Niet verdrinken | Greet Mertens

Greet Mertens

overdekt wandelpad bij ziekenhuis

Niet verdrinken

Ik zit in de buik van de walvis. Ik ben opgegeten door het monster. Het is hier donker. Maar niet stil. In mijn hoofd is alles op de vlucht. Ik zoek onderkomen, ik zoek uitweg, ik zoek licht. Ik kan mezelf niet tot bedaren brengen. Dit is de hel.

Ik word soms overspoeld door wat ik voel. Het is meer dan verdrinken in de golven. Het is in die golven opgegeten worden door het monster. Er is geen verweer. Ik verlies mezelf.

De laatste tijd word ik vooral overspoeld door zorg. En door angst. En door machteloosheid. Het beeld van mijn moeders ziekbed, haar vragende ogen, het belletje naast het bed, het witte TL licht. Dit beeld bezoekt me in de vroege ochtend en maakt zich van me meester. Het vermenigvuldigt zich in allerlei vormen. Dingen die ik moet doen, dingen die ik zou kunnen doen, dingen die ik niet mag doen. De dokter bellen, boos worden op de verpleegster, verhalen voorlezen naast het bed, haar met de ambulance laten ophalen en hier bij mij brengen, strelen, fluisteren, toedekken. Ik ben goed in oplossingen verzinnen. En ik kan niet stoppen met verzinnen. Niets is goed genoeg. Om mijn bange lijf tot rust te brengen.
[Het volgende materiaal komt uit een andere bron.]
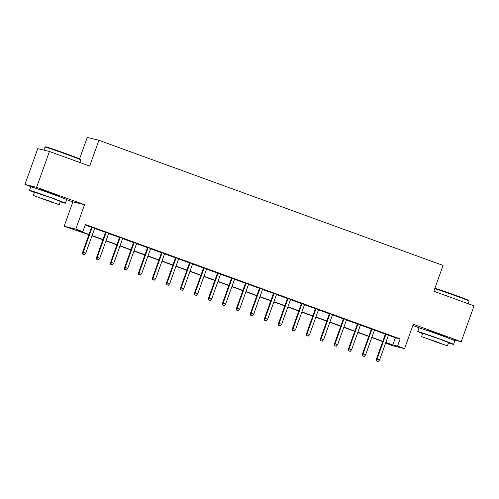 <?xml version="1.0" encoding="UTF-8"?>
<svg xmlns="http://www.w3.org/2000/svg" width="499" height="499" viewBox="0 0 499 499"><rect width="100%" height="100%" fill="white"/><g stroke="black" fill="none" stroke-linecap="round" stroke-linejoin="round"><path stroke-width="0.75" d="M58.676 196.113L51.428 193.101L39.172 189.127M446.904 337.274L439.656 334.255L427.4 330.288M88.916 234.698L64.14 226.253L75.804 229.103L82.797 231.648L78.069 230.494L89.003 234.468M66.629 199.612L72.866 201.883L64.14 226.253M72.866 201.883L84.531 204.733L36.614 187.312L49.445 151.465L37.781 148.615L24.95 184.455L32.734 187.287M79.584 158.825L87.244 137.437L98.908 140.288L443.068 265.424L433.831 291.229L474.05 305.856L461.219 341.696L413.303 324.275L404.57 348.645L392.913 345.795L385.914 343.25L390.642 344.404L385.777 342.638M412.86 325.504L420.963 328.448M386.095 342.751L385.914 343.25M36.614 187.312L24.95 184.455M451.526 339.326L461.219 341.696M94.698 228.236L91.629 227.126M108.682 233.326L105.62 232.21M122.673 238.41L119.61 237.299M136.664 243.5L133.601 242.383M150.654 248.583L147.592 247.473M164.645 253.673L161.582 252.556M178.636 258.756L175.573 257.646M192.626 263.846L189.564 262.73M206.617 268.93L203.555 267.82M220.608 274.02L217.545 272.903M234.599 279.109L231.536 277.993M248.589 284.193L245.52 283.076M262.58 289.283L259.511 288.166M276.571 294.366L273.502 293.25M290.561 299.456L287.493 298.34M304.546 304.54L301.483 303.429M318.537 309.63L315.474 308.513M332.527 314.713L329.465 313.603M346.518 319.803L343.455 318.686M360.509 324.886L357.446 323.776M374.5 329.976L371.437 328.86M388.428 335.234L395.414 337.779L400.148 338.933L85.366 224.481L82.797 231.648M85.186 224.98L91.567 227.301M94.635 228.411L105.557 232.384M108.62 233.501L119.548 237.474M122.611 238.584L133.539 242.558M136.601 243.674L147.529 247.647M150.592 248.758L161.52 252.731M164.583 253.848L175.511 257.821M178.573 258.931L189.501 262.904M192.564 264.021L203.492 267.994M206.555 269.104L217.483 273.078M220.546 274.194L231.474 278.168M234.536 279.278L245.458 283.251M248.527 284.368L259.449 288.341M262.518 289.457L273.44 293.424M276.508 294.541L287.43 298.514M290.499 299.631L301.421 303.598M304.484 304.714L315.412 308.688M318.474 309.804L329.402 313.777M332.465 314.888L343.393 318.861M346.456 319.978L357.384 323.951M360.446 325.061L371.375 329.034M374.437 330.151L385.365 334.124M388.49 335.06L385.428 333.95M84.531 204.733L75.804 229.103M400.148 338.933L397.578 346.1L404.57 348.645M49.445 151.465L89.67 166.092L98.908 140.288M382.714 341.522L371.786 337.549M368.724 336.438L357.795 332.465M354.733 331.348L343.805 327.375M340.742 326.265L329.814 322.292M326.751 321.175L315.83 317.202M312.761 316.092L301.839 312.118M298.77 311.002L287.848 307.028M284.779 305.912L273.857 301.945M270.795 300.828L259.867 296.855M256.804 295.739L245.876 291.772M242.813 290.655L231.885 286.682M228.823 285.565L217.895 281.592M214.832 280.482L203.904 276.508M200.841 275.392L189.913 271.419M186.851 270.308L175.922 266.335M172.86 265.219L161.932 261.245M158.869 260.135L147.941 256.162M144.878 255.045L133.95 251.072M130.888 249.962L119.966 245.988M116.897 244.872L105.975 240.898M102.906 239.788L91.984 235.815M385.864 342.401L392.85 344.946L397.578 346.1M92.066 235.578L102.994 239.551M106.056 240.668L116.984 244.641M120.047 245.758L130.975 249.725M134.038 250.841L144.966 254.814M148.028 255.931L158.95 259.898M162.019 261.014L172.941 264.988M176.01 266.104L186.932 270.078M190 271.188L200.922 275.161M203.985 276.278L214.913 280.251M217.976 281.361L228.904 285.334M231.966 286.451L242.894 290.424M245.957 291.535L256.885 295.508M259.948 296.624L270.876 300.598M273.939 301.708L284.867 305.681M287.929 306.798L298.857 310.771M301.92 311.881L312.848 315.855M315.911 316.971L326.839 320.944M329.901 322.055L340.823 326.028M343.892 327.144L354.814 331.118M357.883 332.228L368.805 336.201M371.874 337.318L382.795 341.291M395.414 337.779L392.85 344.946M385.459 333.862L376.496 358.881L377.063 359.018L386.001 334.062M376.832 361.058L378.23 361.563L376.832 361.058L377.063 359.018L379.583 359.935L388.521 334.979M376.496 358.881L376.514 360.983M378.23 361.563L379.583 359.935M434.91 288.204A18.582 0.418 19.7 0 1 455.163 295.171A18.582 0.418 19.7 0 1 468.811 300.485L469.085 301.065A19.043 0.43 -160.3 0 0 455.1 295.626A19.043 0.43 -160.3 0 0 434.766 288.609M468.143 303.704L469.085 301.078A19.043 0.43 -160.3 0 0 469.085 301.065M448.464 342.863A19.043 0.43 -160.3 0 0 453.585 344.379A19.043 0.43 -160.3 0 0 439.6 338.921A19.043 0.43 -160.3 0 0 417.732 331.542A19.043 0.43 -160.3 0 0 422.653 333.619M453.585 344.379L454.87 340.792A19.043 0.43 -160.3 0 0 440.879 335.334A19.043 0.43 -160.3 0 0 419.017 327.955L417.732 331.542M421.574 336.632L422.753 333.338L438.496 338.653L448.564 342.576L447.385 345.876L421.574 336.632L447.385 345.876M436.307 341.703L426.158 338.278L439.644 343.268L442.794 344.235L436.307 341.703M45.016 147.074L45.596 146.8A18.582 0.418 19.7 0 1 66.928 154.01A18.582 0.418 19.7 0 1 80.582 159.324L80.857 159.911A19.043 0.43 -160.3 0 0 66.872 154.465A19.043 0.43 -160.3 0 0 45.016 147.074A19.043 0.43 -160.3 0 0 45.004 147.08L43.918 150.118M79.915 162.549L80.857 159.917A19.043 0.43 -160.3 0 0 80.857 159.911M60.236 201.702A19.043 0.43 -160.3 0 0 65.357 203.218A19.043 0.43 -160.3 0 0 51.366 197.76A19.043 0.43 -160.3 0 0 29.503 190.381A19.043 0.43 -160.3 0 0 34.419 192.458M65.357 203.218L66.635 199.631A19.043 0.43 -160.3 0 0 52.651 194.18A19.043 0.43 -160.3 0 0 30.788 186.794L29.503 190.381M33.339 195.471L34.525 192.177L50.268 197.492L60.335 201.421L59.156 204.715L33.339 195.471L59.156 204.715M48.079 200.542L37.93 197.117L51.416 202.114L54.566 203.074L48.079 200.542M371.468 328.779L362.511 353.797L363.072 353.934L372.011 328.978M362.842 355.968L364.239 356.479L362.842 355.968L363.072 353.934L365.592 354.851L374.531 329.889M362.511 353.797L362.524 355.893M364.239 356.479L365.592 354.851M357.477 323.689L348.52 348.707L349.088 348.845L358.02 323.888M348.851 350.884L350.248 351.39L348.851 350.884L349.088 348.845L351.602 349.762L360.54 324.805M348.52 348.707L348.539 350.803M350.248 351.39L351.602 349.762M343.487 318.605L334.53 343.624L335.097 343.761L344.029 318.805M334.86 345.795L336.257 346.306L334.86 345.795L335.097 343.761L337.611 344.678L346.549 319.716M334.53 343.624L334.548 345.72M336.257 346.306L337.611 344.678M329.496 313.515L320.539 338.534L321.106 338.671L330.039 313.715M320.869 340.711L322.273 341.216L320.869 340.711L321.106 338.671L323.62 339.588L332.559 314.632M320.539 338.534L320.558 340.63M322.273 341.216L323.62 339.588M315.505 308.432L306.548 333.451L307.116 333.588L316.048 308.632M306.879 335.621L308.282 336.133L306.879 335.621L307.116 333.588L309.636 334.505L318.568 309.542M306.548 333.451L306.567 335.546M308.282 336.133L309.636 334.505M301.515 303.342L292.557 328.361L293.125 328.498L302.057 303.542M292.888 330.538L294.291 331.043L292.888 330.538L293.125 328.498L295.645 329.415L304.577 304.459M292.557 328.361L292.576 330.457M294.291 331.043L295.645 329.415M287.524 298.259L278.567 323.271L279.134 323.414L288.073 298.458M278.897 325.448L280.301 325.959L278.897 325.448L279.134 323.414L281.654 324.331L290.586 299.369M278.567 323.271L278.585 325.373M280.301 325.959L281.654 324.331M273.533 293.169L264.576 318.187L265.144 318.325L274.082 293.368M264.913 320.364L266.31 320.869L264.913 320.364L265.144 318.325L267.664 319.241L276.596 294.285M264.576 318.187L264.595 320.283M266.31 320.869L267.664 319.241M259.542 288.085L250.585 313.098L251.153 313.241L260.091 288.279M250.922 315.274L252.319 315.786L250.922 315.274L251.153 313.241L253.673 314.152L262.605 289.195M250.585 313.098L250.604 315.2M252.319 315.786L253.673 314.152M245.552 282.995L236.595 308.014L237.162 308.151L246.101 283.195M236.931 310.191L238.329 310.696L236.931 310.191L237.162 308.151L239.682 309.068L248.621 284.112M236.595 308.014L236.613 310.11M238.329 310.696L239.682 309.068M231.561 277.912L222.604 302.924L223.172 303.068L232.11 278.105M222.941 305.101L224.338 305.613L222.941 305.101L223.172 303.068L225.691 303.978L234.63 279.022M222.604 302.924L222.623 305.026M224.338 305.613L225.691 303.978M217.57 272.822L208.613 297.841L209.181 297.978L218.119 273.022M208.95 300.018L210.347 300.523L208.95 300.018L209.181 297.978L211.701 298.895L220.639 273.939M208.613 297.841L208.632 299.936M210.347 300.523L211.701 298.895M203.58 267.738L194.622 292.751L195.19 292.894L204.128 267.932M194.959 294.928L196.357 295.439L194.959 294.928L195.19 292.894L197.71 293.805L206.648 268.849M194.622 292.751L194.641 294.853M196.357 295.439L197.71 293.805M189.595 262.649L180.632 287.667L181.199 287.804L190.138 262.848M180.969 289.844L182.366 290.349L180.969 289.844L181.199 287.804L183.719 288.721L192.658 263.765M180.632 287.667L180.65 289.763M182.366 290.349L183.719 288.721M175.604 257.559L166.647 282.577L167.215 282.721L176.147 257.758M166.978 284.754L168.375 285.266L166.978 284.754L167.215 282.721L169.729 283.632L178.667 258.675M166.647 282.577L166.66 284.68M168.375 285.266L169.729 283.632M161.614 252.475L152.657 277.494L153.224 277.631L162.156 252.675M152.987 279.665L154.384 280.176L152.987 279.665L153.224 277.631L155.738 278.548L164.676 253.592M152.657 277.494L152.675 279.59M154.384 280.176L155.738 278.548M147.623 247.385L138.666 272.404L139.233 272.541L148.166 247.585M138.996 274.581L140.394 275.092L138.996 274.581L139.233 272.541L141.747 273.458L150.686 248.502M138.666 272.404L138.685 274.506M140.394 275.092L141.747 273.458M133.632 242.302L124.675 267.321L125.243 267.458L134.175 242.502M125.006 269.491L126.409 270.003L125.006 269.491L125.243 267.458L127.756 268.375L136.695 243.418M124.675 267.321L124.694 269.416M126.409 270.003L127.756 268.375M119.641 237.212L110.684 262.231L111.252 262.368L120.184 237.412M111.015 264.408L112.418 264.913L111.015 264.408L111.252 262.368L113.772 263.285L122.704 238.329M110.684 262.231L110.703 264.333M112.418 264.913L113.772 263.285M105.651 232.129L96.694 257.147L97.261 257.284L106.2 232.328M97.024 259.318L98.428 259.829L97.024 259.318L97.261 257.284L99.781 258.201L108.713 233.239M96.694 257.147L96.712 259.243M98.428 259.829L99.781 258.201M91.66 227.039L82.703 252.057L83.271 252.195L92.209 227.238M83.034 254.234L84.437 254.739L83.034 254.234L83.271 252.195L85.791 253.112L94.723 228.155M82.703 252.057L82.722 254.159M84.437 254.739L85.791 253.112M446.817 337.524L446.992 337.025M427.312 330.544L427.493 330.039M58.583 196.363L58.763 195.864M39.084 189.383L39.259 188.884"/></g></svg>
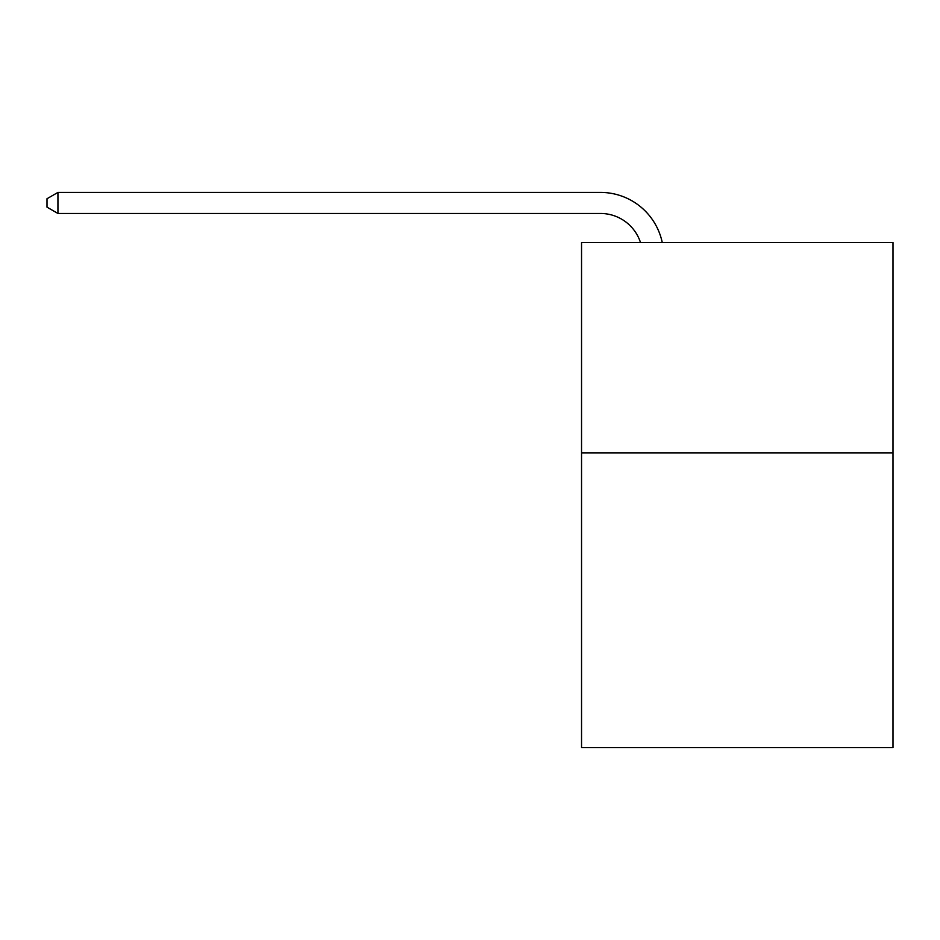 <?xml version="1.0" encoding="UTF-8"?>
<svg xmlns="http://www.w3.org/2000/svg" width="940" height="940" viewBox="0 0 940 940"><rect width="100%" height="100%" fill="white"/><g stroke="black" fill="none" stroke-linecap="round" stroke-linejoin="round"><path stroke-width="1.41" d="M893 452.951L893 747.582L581.543 747.582L581.543 242.508L893 242.508L893 452.951L581.543 452.951M640.493 242.508A42.089 42.089 -45.3 0 0 600.472 213.462L57.939 213.462L57.939 192.418L600.472 192.418A63.133 63.133 134.7 0 1 662.254 242.508M57.939 213.462L47 207.153L47 198.728L57.939 192.418"/></g></svg>

Soms is het de hel. Dan sta ik in brand en schreeuw het uit van de pijn. Soms is het de koude onderstroom en hap ik naar lucht. Het kan ook een chaos van stemmen zijn die ik vruchteloos tot stilte maan. Of een stil donker waarin ik mezelf te slapen leg. Ik heb inmiddels een verzamel box vol beelden die met mij naar deze onherbergzame oorden zijn afgereisd. Een verraden vriendschap tussen de fietsenrekken van het meisjesinternaat. De afwezige minnaar in mijn studentenkamer met de hoge hemelsblauwe plafonds. De drempel van de grote repetitieruimte met witte vloer in de vroege ochtend en het geluid van mijn jagende adem. Een razend stuk getrokken overhemd met ruitjes verstopt tussen de oude doeken onder in de bijkeukenkast. De zelfgenoegzame blik van de vrouw die me zal ontslaan. Een lege brievenbus. Een geopende brief onbedoeld op de vensterbank niet voor mijn ogen bestemd. Een leeg huis. Een leeg bed. Een gesloten deur. Gesloten ogen.

Schrijven om niet te verdrinken.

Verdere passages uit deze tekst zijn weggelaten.